CellMLRepositoryMigration
This section discusses a pathway to implementing the CellMLRepositories.
CellML repository migration
This is the process a model in our current repository needs to undergo to become part of the new repository systems as described in the cellml repository documentation.
Current status
The current status of information relating to models is as follows:
The model source is located in the CellML model repository file-system, which is under CVS control(in the cellml cvs repository) and is served to the public through HTTP(apache web-server).
Example URL:
http://www.cellml.org/examples/models/cAMP_PKA_cascade_2000.xml
There is some human readable documentation about the model and publication(s) it is supposed to represent on a web-page that is generated from docbook formatted data in the cellml cvs repository.
Example of rendered documentation:
http://www.cellml.org/examples/repository/qualitative/cAMP_PKA_cascade_doc.html
Some models have biological annotation defined for them in the anatomy ontology. The web interface for the anatomy ontology does not display these yet. Even so, the data is available through the RDF representation that can be exported from the protege project file. There are some pressing issues with the ontology representation, but these are dealt with elsewhere(see cellml ontologies for any relevant information).
The initial instances for all the cellml models, their components, and the variables of the components were added through a script, but the actual linkage to biological concepts is being done by hand.
Initial outcome sought
The outcome we are looking for initially is not a complete set of features described in the cellml repository document. The most immediate ones to implement are :
Models to be shifted to new location in the repository based on the CellML naming convention described in the cellml repository document. There is one location where publicly available models are placed.
All associated data to be serialised into these model files also. This means we need to:
- keep existing meta-data in these files
- add the biological annotation from the anatomy ontology(see 3 of Current status) to these files
- add the descriptions from the web-page(see 2 of Current status) to these files. This could be added to the anatomy ontology and pulled out in the same way as the biological annotation in 2 is.
The models are made available through the CellML plone site. Each model is represented as an XML object and a default XSLT transform used to render some of the meta-data as the public interface. This requires we settle on a particular RDF serialisation form, such as abbreviated, so that XSLT becomes a viable option for this.

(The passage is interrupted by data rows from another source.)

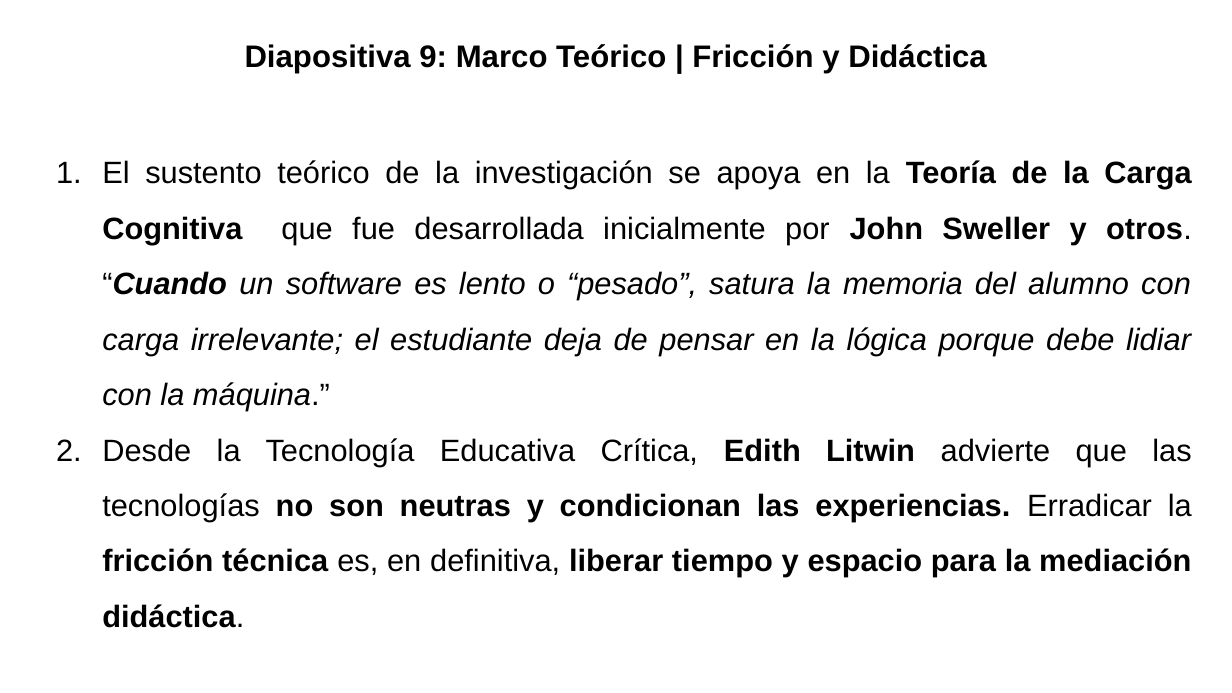
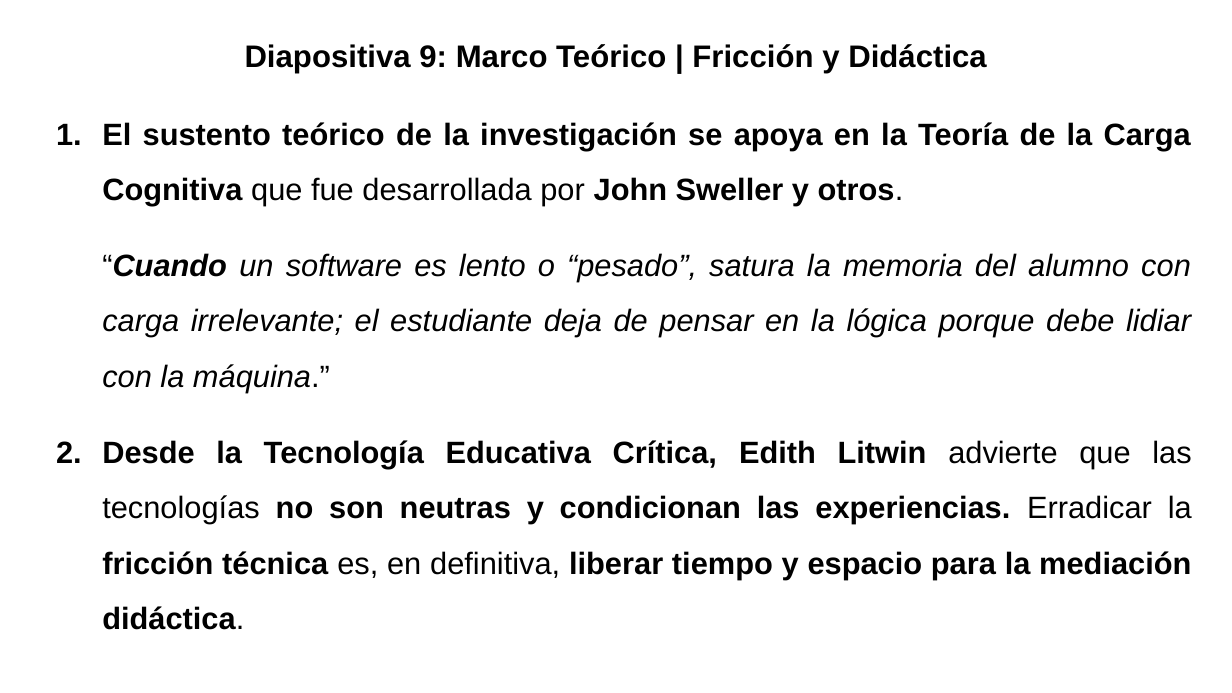
Before and after one commit to gabrielinuz/gabrielinuz.github.io, a slide deck: slide 10 of doc/GUION_DE_DEFENSA_LTE.pptx. Drawn at 1232x693 pixels with LibreOffice and Linux fonts; fonts in the diff are those of the drawing. Boxes give left, top, right and bottom in pixels: in the first picture for what was removed or moved away, otherwise in the second. Text is boxed around its words. In the diff, an @@ line names an element or a change of style, - is before the commit and + after.

```diff
--- a/doc/GUION_DE_DEFENSA_LTE.pptx
+++ b/doc/GUION_DE_DEFENSA_LTE.pptx
@@ text "El sustento teórico de la ...": place and size @@
-text "El sustento teórico de la ..." at [102, 160, 1192, 628]
+text "El sustento teórico de la ..." at [102, 122, 1192, 630]
@@ text at [102, 122, 1191, 393]: text changed @@
-1. El sustento teórico de la investigación se apoya en la Teoría de la Carga Cognitiva que fue desarrollada inicialmente por John Sweller y otros. “Cuando un software es lento o “pesado”, satura la memoria del alumno con carga irrelevante; el estudiante deja de pensar en la lógica porque debe lidiar con la máquina.”
+1. El sustento teórico de la investigación se apoya en la Teoría de la Carga Cognitiva que fue desarrollada por John Sweller y otros.
+“Cuando un software es lento o “pesado”, satura la memoria del alumno con carga irrelevante; el estudiante deja de pensar en la lógica porque debe lidiar con la máquina.”
@@ text at [102, 440, 1192, 630]: bold on in "Desde la Tecnología Educativa Crítica,"; more space between paragraphs @@
```
Also in this commit, not shown: 15 other slides changed, 1 other file.

A simple work-flow is setup to allow people to add new models that are to be reviewed and published as part of the repository. The simplest is that public users are allowed to upload new file objects to a particular directory on the site(dubbed the public inbox). The names of the models should follow the naming convention set out in the cellml repository document. Any associated biological data should be added either as meta-data within that model file or in a plain text file with the same name as the model file but with a .txt extension instead of .xml. These are marked as private so that they are not publicly available. A reviewer with the appropriate role has access to these files and can download them to review. We should perhaps put these files into the cvs under a review subsection so that conflicts do not occur between reviewers as they review and modify them in their local workspaces. Using the Plone/Zope locking/version system is probably not a good option. One possible solution is that all files uploaded to this public inbox could be automatically passed through into the cvs repository. The other option is that a reviewer checks a submission in the inbox and pushes it through to the cvs repository by calling a method themselves. They can resolve conflicts.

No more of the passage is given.